Xanthine negatively regulates c-MYC through the PI3K/AKT signaling pathway and inhibits the proliferation, invasion, and migration of breast cancer cells.

Abstract

Background aim: Breast cancer is a prevalent and aggressive malignancy associated with elevated mortality rates worldwide. Dysregulation of the c-MYC oncogene and aberrant activation of the phosphatidylinositol 3-kinase (PI3K)/protein kinase B (AKT) signaling pathway are common features in breast cancer progression, rendering them attractive therapeutic targets. Here, we assessed the effects of the plant derivative, xanthine, on breast cancer cells and explored the molecular mechanisms underlying its activity.

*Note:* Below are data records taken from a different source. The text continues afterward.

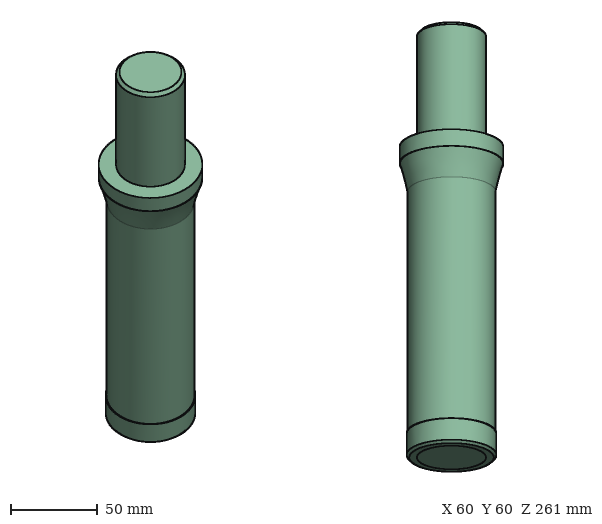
import cadquery as cq

total_height = 261.0

rod_radius = 40.0 / 2
rod_chamfer = 2.0

collar_radius = 30.0
body_radius = 51.0 / 2
foot_radius = 52.0 / 2
foot_height = 15.0
foot_chamfer = 1.5
flare_bottom = 163.5
flare_top = 180.5
collar_top = 190.8
flare_top_radius = 29.8
flare_sag = 0.3


def make_rod():
    """Plain round rod with a chamfered upper end, running through the sleeve."""
    rod = cq.Workplane("XY").circle(rod_radius).extrude(total_height)
    return rod.faces(">Z").chamfer(rod_chamfer)


def make_sleeve():
    """Turned sleeve with a chamfered foot, a hollow flare and a top collar."""
    flare_middle_radius = (body_radius + flare_top_radius) / 2 - flare_sag
    flare_middle = (flare_bottom + flare_top) / 2
    profile = (
        cq.Workplane("XZ")
        .moveTo(rod_radius, 0)
        .lineTo(foot_radius - foot_chamfer, 0)
        .lineTo(foot_radius, foot_chamfer)
        .lineTo(foot_radius, foot_height)
        .lineTo(body_radius, foot_height)
        .lineTo(body_radius, flare_bottom)
        .threePointArc((flare_middle_radius, flare_middle), (flare_top_radius, flare_top))
        .lineTo(collar_radius, flare_top)
        .lineTo(collar_radius, collar_top)
        .lineTo(rod_radius, collar_top)
        .close()
    )
    return profile.revolve(360, (0, 0, 0), (0, 1, 0))


rod = make_rod()
sleeve = make_sleeve()

result = cq.Compound.makeCompound([rod.val(), sleeve.val()])
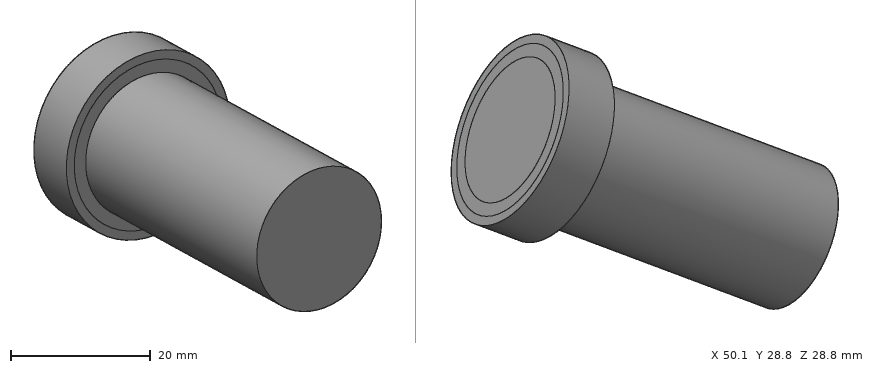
import cadquery as cq

length = 50.1
head_length = 8.0
head_diameter = 28.8
sleeve_diameter = 26.0
pin_diameter = 22.0


def cylinder(diameter, depth):
    """Solid cylinder along +X, starting on the head face at X = 0."""
    return cq.Workplane("YZ").circle(diameter / 2).extrude(depth)


def ring(outer_diameter, inner_diameter, depth):
    """Ring along +X, starting on the head face at X = 0."""
    return (
        cq.Workplane("YZ")
        .circle(outer_diameter / 2)
        .circle(inner_diameter / 2)
        .extrude(depth)
    )


pin = cylinder(pin_diameter, length)

sleeve = ring(sleeve_diameter, pin_diameter, head_length)

collar = ring(head_diameter, sleeve_diameter, head_length)

result = cq.Compound.makeCompound([pin.val(), sleeve.val(), collar.val()])
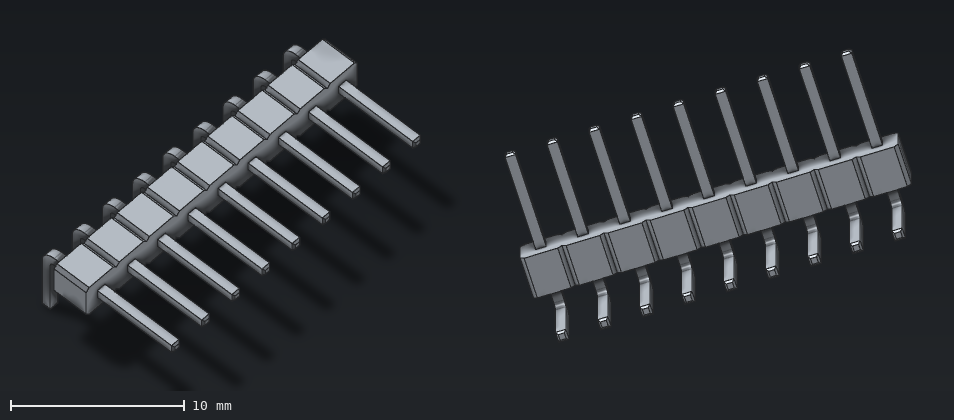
import cadquery as cq

pin_count = 9
row_length = 22.85
pitch = row_length / pin_count

housing_start = 1.83
edge_chamfer = 0.25

pin_width = 0.65
pin_reach = 10.35
total_height = 6.17
bend_inner_radius = pin_width / 2
bend_outer_radius = bend_inner_radius + pin_width
tip_chamfer = 0.14

pin_top = pin_width / 2
pin_bottom = -pin_width / 2
leg_end = pitch / 2 - total_height


def place_y(index):
    """Y position of the pin with the given index, counted from the -Y end."""
    return (index - (pin_count - 1) / 2) * pitch


def make_housing_cell(y):
    """One housing cell; neighbouring chamfers meet as V notches."""
    return (
        cq.Workplane("XY")
        .box(pitch, pitch, pitch, centered=(False, True, True))
        .edges("|X")
        .chamfer(edge_chamfer)
        .translate((housing_start, y, 0))
    )


def make_pin(y):
    """One square pin bent down at a right angle, with both tips chamfered."""
    bend_z = pin_top - bend_outer_radius
    pin = (
        cq.Workplane("XZ")
        .moveTo(0, leg_end)
        .lineTo(0, bend_z)
        .radiusArc((bend_outer_radius, pin_top), bend_outer_radius)
        .lineTo(pin_reach, pin_top)
        .lineTo(pin_reach, pin_bottom)
        .lineTo(bend_outer_radius, pin_bottom)
        .radiusArc((pin_width, bend_z), -bend_inner_radius)
        .lineTo(pin_width, leg_end)
        .close()
        .extrude(pin_width / 2, both=True)
    )
    pin = pin.faces(">X").chamfer(tip_chamfer)
    pin = pin.faces("<Z").chamfer(tip_chamfer)
    return pin.translate((0, y, 0))


result = make_housing_cell(place_y(0))
for index in range(1, pin_count):
    result = result.union(make_housing_cell(place_y(index)))
for index in range(pin_count):
    result = result.union(make_pin(place_y(index)))
result = result.clean()
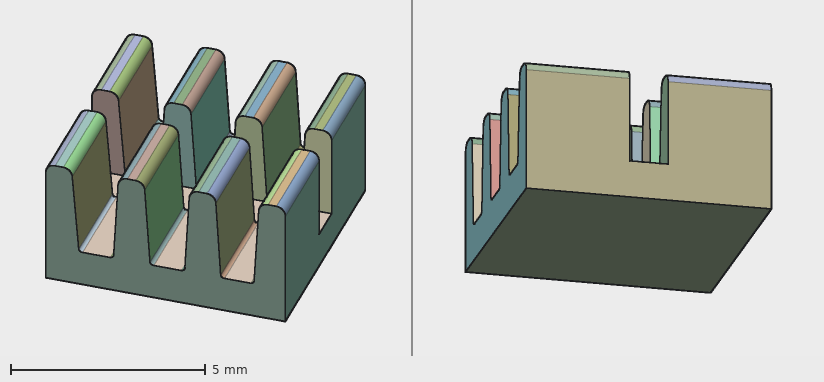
import cadquery as cq

side = 6.5
height = 3.5
base_thickness = 0.99
cross_slot_width = 1.015
tip_radius = 0.25
root_radius = 0.1

channels = [
    (0.7, 0.905, 1.84, 1.975),
    (2.67, 2.835, 3.77, 3.905),
    (4.6, 4.75, 5.65, 5.79),
]


def fin_profile():
    """Closed outline of base and tapered fins in the XZ plane, with sharp corners."""
    left = -side / 2
    right = side / 2
    points = [(left, 0), (left, height)]
    for top_left, floor_left, floor_right, top_right in channels:
        points += [
            (left + top_left, height),
            (left + floor_left, base_thickness),
            (left + floor_right, base_thickness),
            (left + top_right, height),
        ]
    points += [(right, height), (right, 0)]
    return cq.Workplane("XZ").polyline(points).close()


def edges_at_height(body, z):
    """Lengthwise edges of the body lying at the given height."""
    tolerance = 0.005
    box = cq.selectors.BoxSelector(
        (-side, -side, z - tolerance),
        (side, side, z + tolerance),
    )
    return body.edges("|Y").edges(box)


body = fin_profile().extrude(side / 2, both=True)
body = edges_at_height(body, height).fillet(tip_radius)
body = edges_at_height(body, base_thickness).fillet(root_radius)

cross_slot = cq.Workplane("XY").workplane(offset=base_thickness).rect(
    side, cross_slot_width
).extrude(height - base_thickness)

result = body.cut(cross_slot)

Methods: Breast cancer cell lines were treated with xanthine, followed by assessment of c-MYC expression levels. Cell proliferation, invasion, and migration were analyzed to assess the effects of xanthine treatment on breast cancer cell behavior.

Results: Xanthine treatment induced a decrease in c-MYC expression, resulting in significant inhibition of breast cancer cell proliferation, invasion, and migration. Mechanistic investigations revealed that these effects were mediated by suppression of the PI3K/AKT signaling pathway.

Conclusions: Xanthine shows great potential for breast cancer treatment by targeting c-MYC via the PI3K/AKT signaling pathway. Our findings indicate that development of xanthine as a novel treatment option for breast cancer, which acts by influencing key oncogenic pathways involved in tumor progression, may be warranted.